● Task prompt:
Throughout the records below, find each line holding "threePointArc" and copy it.

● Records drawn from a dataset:
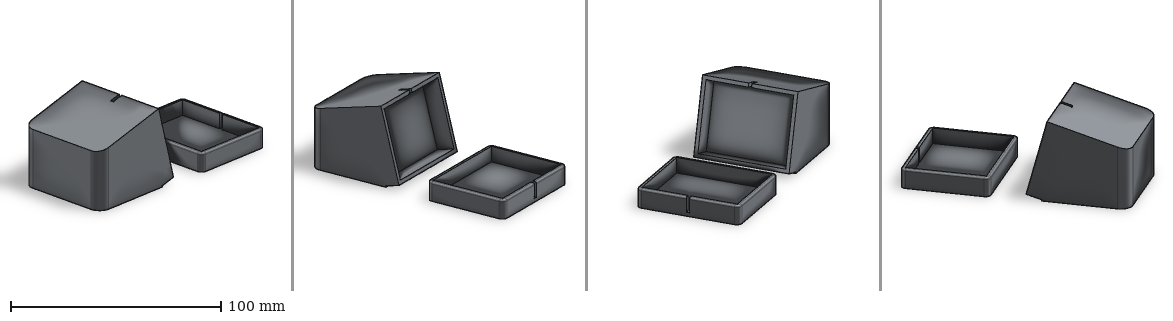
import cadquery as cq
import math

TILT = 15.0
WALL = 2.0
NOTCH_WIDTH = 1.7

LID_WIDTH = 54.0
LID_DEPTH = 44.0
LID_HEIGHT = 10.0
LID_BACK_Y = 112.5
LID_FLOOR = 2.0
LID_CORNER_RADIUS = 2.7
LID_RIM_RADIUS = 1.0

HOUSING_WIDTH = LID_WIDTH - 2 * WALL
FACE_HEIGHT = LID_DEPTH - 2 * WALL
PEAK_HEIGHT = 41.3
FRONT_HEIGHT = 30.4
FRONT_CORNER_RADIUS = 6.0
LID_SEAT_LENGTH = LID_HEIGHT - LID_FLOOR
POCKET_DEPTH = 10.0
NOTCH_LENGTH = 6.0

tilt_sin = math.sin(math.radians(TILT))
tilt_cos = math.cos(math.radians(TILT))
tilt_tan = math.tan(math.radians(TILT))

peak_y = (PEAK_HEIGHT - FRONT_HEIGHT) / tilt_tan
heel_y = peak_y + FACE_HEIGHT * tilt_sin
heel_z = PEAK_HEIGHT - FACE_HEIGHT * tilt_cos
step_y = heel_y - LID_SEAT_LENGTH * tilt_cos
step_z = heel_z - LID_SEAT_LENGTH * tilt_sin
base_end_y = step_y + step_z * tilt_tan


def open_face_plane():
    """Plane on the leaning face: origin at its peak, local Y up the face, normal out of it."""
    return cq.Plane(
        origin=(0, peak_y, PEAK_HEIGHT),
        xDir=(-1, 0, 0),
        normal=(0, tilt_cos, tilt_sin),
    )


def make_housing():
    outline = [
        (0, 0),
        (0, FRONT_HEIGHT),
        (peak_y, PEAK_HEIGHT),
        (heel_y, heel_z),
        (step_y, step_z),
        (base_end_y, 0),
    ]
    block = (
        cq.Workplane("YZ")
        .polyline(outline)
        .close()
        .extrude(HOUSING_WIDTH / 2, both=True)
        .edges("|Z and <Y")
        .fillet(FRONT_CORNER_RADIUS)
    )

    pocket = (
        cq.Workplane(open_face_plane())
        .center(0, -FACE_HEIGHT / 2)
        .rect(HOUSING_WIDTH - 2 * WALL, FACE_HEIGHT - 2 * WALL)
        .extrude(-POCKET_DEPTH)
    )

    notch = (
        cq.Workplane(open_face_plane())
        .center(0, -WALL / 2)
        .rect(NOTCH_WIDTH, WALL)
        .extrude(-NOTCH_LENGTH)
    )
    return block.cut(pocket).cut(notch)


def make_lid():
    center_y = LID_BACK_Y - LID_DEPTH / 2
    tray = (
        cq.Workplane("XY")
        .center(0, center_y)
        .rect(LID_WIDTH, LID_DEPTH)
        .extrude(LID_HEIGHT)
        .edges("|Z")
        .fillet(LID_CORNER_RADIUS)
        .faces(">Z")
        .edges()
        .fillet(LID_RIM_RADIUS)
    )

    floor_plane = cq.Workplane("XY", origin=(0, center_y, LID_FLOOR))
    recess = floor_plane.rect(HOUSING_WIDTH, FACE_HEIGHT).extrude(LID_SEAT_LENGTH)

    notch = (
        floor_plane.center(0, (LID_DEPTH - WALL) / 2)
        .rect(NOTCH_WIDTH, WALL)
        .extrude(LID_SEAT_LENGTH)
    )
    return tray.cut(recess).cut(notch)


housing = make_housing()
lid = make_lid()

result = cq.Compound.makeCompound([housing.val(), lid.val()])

==

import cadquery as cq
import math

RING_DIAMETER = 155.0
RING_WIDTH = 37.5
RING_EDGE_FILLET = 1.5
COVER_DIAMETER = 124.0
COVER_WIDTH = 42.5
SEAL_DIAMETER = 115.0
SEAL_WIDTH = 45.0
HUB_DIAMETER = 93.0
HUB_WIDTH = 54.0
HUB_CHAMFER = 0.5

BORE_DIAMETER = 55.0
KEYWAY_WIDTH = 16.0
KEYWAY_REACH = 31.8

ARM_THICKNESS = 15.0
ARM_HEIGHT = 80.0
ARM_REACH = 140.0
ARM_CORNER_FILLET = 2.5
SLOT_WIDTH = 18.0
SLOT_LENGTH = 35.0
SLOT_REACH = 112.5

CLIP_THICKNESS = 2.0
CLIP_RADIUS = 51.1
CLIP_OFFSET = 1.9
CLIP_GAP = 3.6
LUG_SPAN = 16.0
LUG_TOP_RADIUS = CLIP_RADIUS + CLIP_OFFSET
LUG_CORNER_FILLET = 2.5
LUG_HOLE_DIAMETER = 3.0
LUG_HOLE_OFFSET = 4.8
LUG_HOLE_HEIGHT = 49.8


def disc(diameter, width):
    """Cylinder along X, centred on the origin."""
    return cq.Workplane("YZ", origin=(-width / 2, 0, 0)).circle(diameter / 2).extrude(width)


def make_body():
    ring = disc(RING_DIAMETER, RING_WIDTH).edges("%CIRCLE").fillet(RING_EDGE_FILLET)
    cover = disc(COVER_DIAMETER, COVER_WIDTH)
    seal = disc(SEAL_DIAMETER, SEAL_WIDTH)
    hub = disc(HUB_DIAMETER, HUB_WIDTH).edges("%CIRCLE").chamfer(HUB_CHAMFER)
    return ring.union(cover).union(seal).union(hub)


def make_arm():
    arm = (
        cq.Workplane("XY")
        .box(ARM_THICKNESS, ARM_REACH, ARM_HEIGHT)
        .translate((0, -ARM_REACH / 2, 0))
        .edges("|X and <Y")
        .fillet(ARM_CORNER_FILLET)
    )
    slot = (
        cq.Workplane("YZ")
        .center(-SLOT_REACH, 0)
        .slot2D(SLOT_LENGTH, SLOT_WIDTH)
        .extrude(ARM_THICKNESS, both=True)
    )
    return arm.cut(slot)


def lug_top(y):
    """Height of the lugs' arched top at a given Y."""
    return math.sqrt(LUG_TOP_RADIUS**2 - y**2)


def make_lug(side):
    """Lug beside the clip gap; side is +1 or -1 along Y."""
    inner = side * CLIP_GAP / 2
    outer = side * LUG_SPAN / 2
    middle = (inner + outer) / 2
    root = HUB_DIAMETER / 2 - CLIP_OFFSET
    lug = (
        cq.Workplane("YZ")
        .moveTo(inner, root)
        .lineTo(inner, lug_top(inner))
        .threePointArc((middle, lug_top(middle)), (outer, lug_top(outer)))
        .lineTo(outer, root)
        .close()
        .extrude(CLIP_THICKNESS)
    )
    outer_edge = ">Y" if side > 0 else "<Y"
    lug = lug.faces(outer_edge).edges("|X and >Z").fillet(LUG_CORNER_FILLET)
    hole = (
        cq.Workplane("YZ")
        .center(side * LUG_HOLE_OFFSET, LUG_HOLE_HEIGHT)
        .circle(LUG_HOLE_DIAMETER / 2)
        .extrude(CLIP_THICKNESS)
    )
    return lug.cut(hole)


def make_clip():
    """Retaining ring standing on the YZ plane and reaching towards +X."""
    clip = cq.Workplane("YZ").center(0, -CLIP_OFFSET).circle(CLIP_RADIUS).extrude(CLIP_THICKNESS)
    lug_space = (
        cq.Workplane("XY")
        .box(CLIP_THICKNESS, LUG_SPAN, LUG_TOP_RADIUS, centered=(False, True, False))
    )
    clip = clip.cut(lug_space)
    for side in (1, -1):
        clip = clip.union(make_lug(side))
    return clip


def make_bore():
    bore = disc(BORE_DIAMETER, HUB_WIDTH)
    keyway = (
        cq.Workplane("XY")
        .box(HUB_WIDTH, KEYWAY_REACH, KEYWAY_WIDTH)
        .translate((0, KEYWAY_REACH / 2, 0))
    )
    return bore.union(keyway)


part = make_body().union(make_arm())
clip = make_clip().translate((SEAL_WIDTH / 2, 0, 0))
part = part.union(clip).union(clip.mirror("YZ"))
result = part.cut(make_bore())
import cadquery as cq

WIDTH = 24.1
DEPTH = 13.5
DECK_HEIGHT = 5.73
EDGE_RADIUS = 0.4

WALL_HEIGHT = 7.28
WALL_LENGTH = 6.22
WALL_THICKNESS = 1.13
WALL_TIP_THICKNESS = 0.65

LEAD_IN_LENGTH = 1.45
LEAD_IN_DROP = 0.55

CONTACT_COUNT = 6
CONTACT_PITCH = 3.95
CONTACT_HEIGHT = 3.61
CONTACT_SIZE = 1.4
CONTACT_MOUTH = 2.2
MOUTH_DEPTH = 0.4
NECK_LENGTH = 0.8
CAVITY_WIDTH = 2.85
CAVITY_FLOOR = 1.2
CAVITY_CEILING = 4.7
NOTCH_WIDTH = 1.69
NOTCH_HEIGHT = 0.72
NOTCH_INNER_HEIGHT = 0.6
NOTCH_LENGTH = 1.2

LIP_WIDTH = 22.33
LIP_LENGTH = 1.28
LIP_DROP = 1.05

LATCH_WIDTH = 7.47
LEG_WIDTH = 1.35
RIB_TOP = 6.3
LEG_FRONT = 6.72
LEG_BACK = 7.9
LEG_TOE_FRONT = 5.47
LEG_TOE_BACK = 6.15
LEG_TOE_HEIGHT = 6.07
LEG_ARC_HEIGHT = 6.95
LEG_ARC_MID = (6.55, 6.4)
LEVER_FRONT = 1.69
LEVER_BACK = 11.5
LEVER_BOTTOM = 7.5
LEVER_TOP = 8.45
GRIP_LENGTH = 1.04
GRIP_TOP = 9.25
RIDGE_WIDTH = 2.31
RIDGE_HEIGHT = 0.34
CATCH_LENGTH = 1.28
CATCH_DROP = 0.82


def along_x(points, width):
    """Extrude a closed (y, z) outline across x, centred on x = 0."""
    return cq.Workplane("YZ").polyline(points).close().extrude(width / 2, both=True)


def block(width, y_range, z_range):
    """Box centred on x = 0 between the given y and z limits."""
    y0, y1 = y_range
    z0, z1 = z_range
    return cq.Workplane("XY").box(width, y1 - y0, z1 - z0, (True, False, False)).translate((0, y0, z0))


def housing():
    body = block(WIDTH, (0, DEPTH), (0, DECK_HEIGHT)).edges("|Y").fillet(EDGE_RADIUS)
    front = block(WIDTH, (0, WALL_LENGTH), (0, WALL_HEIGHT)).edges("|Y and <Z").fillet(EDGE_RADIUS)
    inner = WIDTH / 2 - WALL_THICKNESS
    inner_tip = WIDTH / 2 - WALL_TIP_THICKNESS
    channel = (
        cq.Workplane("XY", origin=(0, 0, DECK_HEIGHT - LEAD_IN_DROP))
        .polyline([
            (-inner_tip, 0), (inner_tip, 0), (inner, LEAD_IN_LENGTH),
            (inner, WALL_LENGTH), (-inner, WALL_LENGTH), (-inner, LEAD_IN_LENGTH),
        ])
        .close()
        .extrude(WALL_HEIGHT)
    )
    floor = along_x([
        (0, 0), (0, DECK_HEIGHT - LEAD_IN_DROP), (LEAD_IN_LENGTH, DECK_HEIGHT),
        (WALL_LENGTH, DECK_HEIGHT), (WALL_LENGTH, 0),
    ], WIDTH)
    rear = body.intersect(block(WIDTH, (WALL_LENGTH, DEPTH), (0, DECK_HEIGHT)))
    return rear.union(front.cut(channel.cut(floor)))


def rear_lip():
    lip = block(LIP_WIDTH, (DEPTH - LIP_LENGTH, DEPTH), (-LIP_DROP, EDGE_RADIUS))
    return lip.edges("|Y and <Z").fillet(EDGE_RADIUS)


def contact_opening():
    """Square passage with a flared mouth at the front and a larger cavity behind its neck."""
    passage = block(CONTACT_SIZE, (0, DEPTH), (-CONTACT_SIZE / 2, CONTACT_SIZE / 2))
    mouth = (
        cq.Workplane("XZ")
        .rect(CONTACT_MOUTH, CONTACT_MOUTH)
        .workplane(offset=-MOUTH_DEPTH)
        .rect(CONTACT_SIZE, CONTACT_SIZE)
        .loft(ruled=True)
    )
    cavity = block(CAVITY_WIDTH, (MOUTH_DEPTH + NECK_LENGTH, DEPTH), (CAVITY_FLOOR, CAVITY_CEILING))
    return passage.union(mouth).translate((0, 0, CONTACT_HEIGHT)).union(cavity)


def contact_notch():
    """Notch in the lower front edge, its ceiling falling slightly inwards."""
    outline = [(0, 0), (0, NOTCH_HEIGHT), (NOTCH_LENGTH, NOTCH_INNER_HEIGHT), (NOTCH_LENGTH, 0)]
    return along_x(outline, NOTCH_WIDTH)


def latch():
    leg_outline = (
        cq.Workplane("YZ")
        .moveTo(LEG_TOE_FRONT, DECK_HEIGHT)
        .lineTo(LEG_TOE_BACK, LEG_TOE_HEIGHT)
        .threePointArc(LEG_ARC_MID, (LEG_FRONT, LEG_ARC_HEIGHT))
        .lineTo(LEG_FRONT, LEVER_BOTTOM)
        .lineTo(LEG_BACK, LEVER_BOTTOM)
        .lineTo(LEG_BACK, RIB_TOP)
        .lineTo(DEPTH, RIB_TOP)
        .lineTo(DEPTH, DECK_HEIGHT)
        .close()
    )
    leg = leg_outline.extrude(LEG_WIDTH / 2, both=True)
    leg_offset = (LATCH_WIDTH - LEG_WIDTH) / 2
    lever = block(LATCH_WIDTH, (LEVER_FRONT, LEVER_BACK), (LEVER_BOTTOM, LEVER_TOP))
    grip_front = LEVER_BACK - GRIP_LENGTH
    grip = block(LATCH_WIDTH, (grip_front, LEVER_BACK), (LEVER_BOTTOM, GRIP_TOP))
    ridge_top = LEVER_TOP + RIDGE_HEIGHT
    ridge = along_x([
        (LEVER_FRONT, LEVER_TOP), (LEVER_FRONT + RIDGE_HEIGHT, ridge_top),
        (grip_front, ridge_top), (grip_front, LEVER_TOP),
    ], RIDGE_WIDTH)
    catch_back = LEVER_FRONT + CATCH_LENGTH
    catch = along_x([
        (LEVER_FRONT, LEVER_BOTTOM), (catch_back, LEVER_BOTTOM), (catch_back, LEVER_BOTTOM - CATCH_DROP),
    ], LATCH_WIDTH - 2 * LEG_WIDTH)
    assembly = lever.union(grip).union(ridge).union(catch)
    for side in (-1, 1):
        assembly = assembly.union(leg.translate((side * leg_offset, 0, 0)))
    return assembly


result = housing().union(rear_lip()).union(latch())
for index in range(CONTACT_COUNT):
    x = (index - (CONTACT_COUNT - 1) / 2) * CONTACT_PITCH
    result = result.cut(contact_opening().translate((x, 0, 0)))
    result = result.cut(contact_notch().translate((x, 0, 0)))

● Solved problem:
        .threePointArc((middle, lug_top(middle)), (outer, lug_top(outer)))
        .threePointArc(LEG_ARC_MID, (LEG_FRONT, LEG_ARC_HEIGHT))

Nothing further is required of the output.